Power BI Service, Workspace and Report
The Embedded report resides as usual in Power BI Service in a Workspace that is assigned to use Embedded capacity. As we are using Service Principal, our Workspace needs to be V2, and we need to allow Service Principals to use it.
Environment setup
Terraform
I’m used to creating my environments using Terraform (https://www.terraform.io/). There’s a lot of blog posts out there discussing why you should or shouldn’t use Terraform in Azure. I personally like the easy readability and reusability of it.
Using Terraform in Azure and setting up a CI/CD pipeline from Azure DevOps is a topic for another blog post. Here, we’ll focus more on setting up our environment and the different configurations we require. So don’t worry right now about the Terraform syntax, let’s focus more on the output.
We are creating an App Service Plan sized D1 and Shared tier. This is suitable for development and testing.
Then we add an App Service to previously created App Service Plan. We set the App Service to get a “System Assigned” identity. Using SystemAssigned identity, our newly created web app receives an Azure AD identity which we then authorize to access Azure Key Vault to retrieve Service Principal Secrets. This way we don’t have to authorize anything else (for example another service principal) besides the application itself to retrieve the secret.
We also set an app_settings block. These are application configurations, which will override the configurations set in code. These will become handy later on.
Creating a key vault is pretty straight forward. What is special here is that we grant “get” and “list” permissions to the system assigned identity of our App Service: the tenant_id and object_id are dynamically referencing the corresponding outputs of the system assigned identity. No need to hardcode anything.
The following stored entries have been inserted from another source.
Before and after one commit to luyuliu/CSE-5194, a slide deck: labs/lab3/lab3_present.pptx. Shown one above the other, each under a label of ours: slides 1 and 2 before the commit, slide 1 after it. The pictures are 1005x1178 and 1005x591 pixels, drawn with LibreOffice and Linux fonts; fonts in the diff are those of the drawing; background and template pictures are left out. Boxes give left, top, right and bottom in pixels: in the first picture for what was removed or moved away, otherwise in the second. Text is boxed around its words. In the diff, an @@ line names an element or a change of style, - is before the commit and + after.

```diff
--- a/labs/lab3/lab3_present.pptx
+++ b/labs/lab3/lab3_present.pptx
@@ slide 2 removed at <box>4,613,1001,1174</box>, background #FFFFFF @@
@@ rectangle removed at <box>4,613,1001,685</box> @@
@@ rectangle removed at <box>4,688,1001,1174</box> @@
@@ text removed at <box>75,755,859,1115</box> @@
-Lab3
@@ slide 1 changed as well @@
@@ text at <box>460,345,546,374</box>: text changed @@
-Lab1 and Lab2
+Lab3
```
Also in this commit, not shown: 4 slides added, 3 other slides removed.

Remember to restrict access to your web app if required. For example, restrict access to only your offices’ and vpn’s IPs.
Service Principal
Next, we need a service principal. Service principal is a technical account which accesses Power BI Service and REST APIs. It doesn’t require any licenses and it can’t login via app.powerbi.com. More info about Service Principal in Power BI Embedded context can be found from https://docs.microsoft.com/en-us/power-bi/developer/embed-service-principal.
Here the actual values are retrieved from another place. We don’t want to store sensitive information in plaintext in Terraform.
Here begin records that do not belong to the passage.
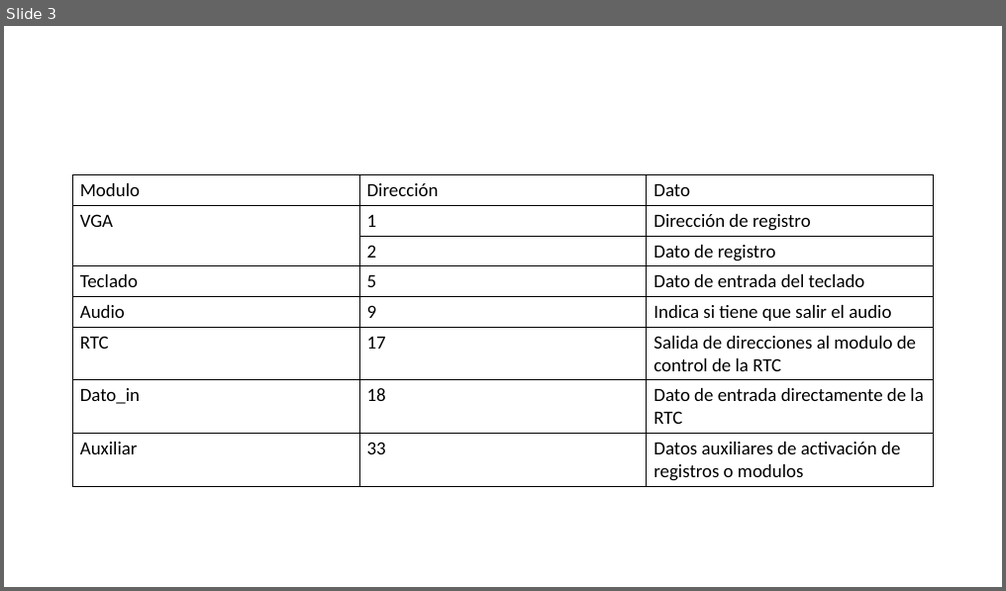
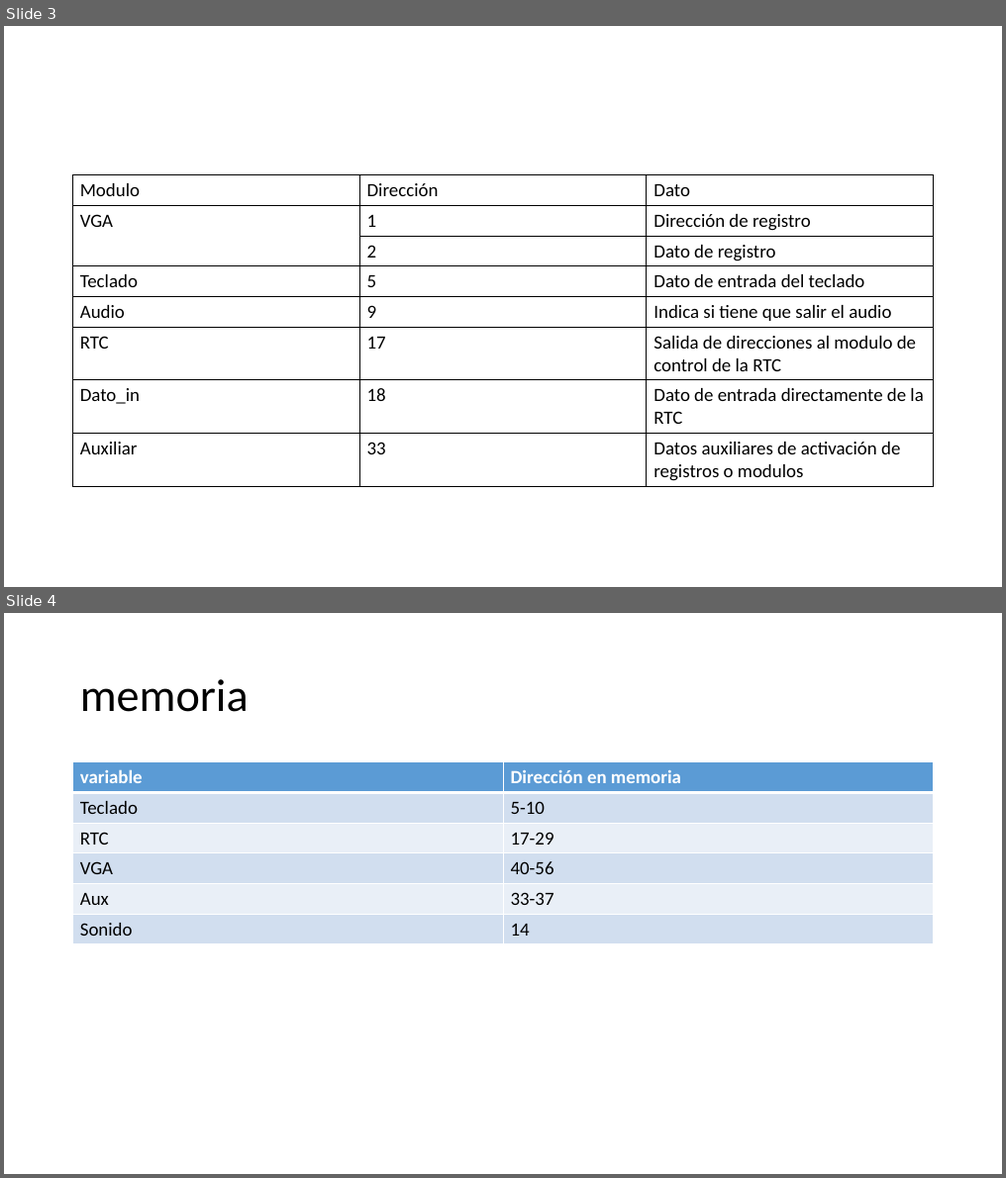
Before and after one commit to Kmena/Proy_3_grupo_7_II_2016, a slide deck: Diseños/Diseños.pptx. Shown one above the other, each under a label of ours: slide 3 before the commit, slides 3 and 4 after it. The pictures are 1006x591 and 1006x1178 pixels, drawn with LibreOffice and Linux fonts; fonts in the diff are those of the drawing. Boxes give left, top, right and bottom in pixels: in the first picture for what was removed or moved away, otherwise in the second. Text is boxed around its words. In the diff, an @@ line names an element or a change of style, - is before the commit and + after.

```diff
--- a/Diseños/Diseños.pptx
+++ b/Diseños/Diseños.pptx
@@ slide 4 added at (4,613,1002,1174), background #FFFFFF @@
@@ title added at (80,679,249,712), 44 pt, text #000000 @@
+memoria
@@ table added at (73,762,934,945), 6 rows, 2 columns @@
+variable | Dirección en memoria
+Teclado | 5-10
+RTC | 17-29
+VGA | 40-56
+Aux | 33-37
+Sonido | 14
```
Also in this commit, not shown: 13 other files.

Power BI Service and Workspace
Setting up a Power BI Embedded can be a bit of a hassle and documentation is spread around. A more complete guide is a topic of it’s own blog post, so here’s a short summary of what needs to be done:
Create Power BI Embedded capacity in Azure. That means A-tier capacity (P-tier is for Premium, and EM for volume licensing). Note that Embedded capacity should be in the same region as your Power BI Service is. Don’t forget to add capacity admin.
Add Embedded capacity to your Power BI Service
Assign a Workspace V2 to Embedded capacity. As we are using Service Principals, we need to use a Workspaces V2.
Allow Service Principals in Tenant settings
Allow service principals in the Workspace with your Reports you want to Embed.
Power BI Report for Embedding
Now that everything else is ready we still need the actual report and the web page to display and embed the report. The embedded report resides as usual in Power BI Service, published in our Workspace V2 added to Embedded capacity.
Open your report, and publish it to the correct workspace. Note that you will need a Power BI Pro license to do so.
After publishing, the parameters we require for embedding are Report and Workspace Id. These you can retrieve from your published report. Open your report and look at the url:
Here the part after “groups/” is your workspace ID. The part after “reports/” is your report ID.
You might remember we had an app settings block in our web app:
Now we have empty web app capacity which has access to Azure Key Vault to retrieve Service Principal ID and secret in order to access our Power BI. All that is left is the web application itself.
Web App
Our web app will be a simple web page which shows the report from Power BI. We’ll be using the template with no further authentication. The template is called “app owns data”. It is advisable to restrict web app access to your office IPs for example.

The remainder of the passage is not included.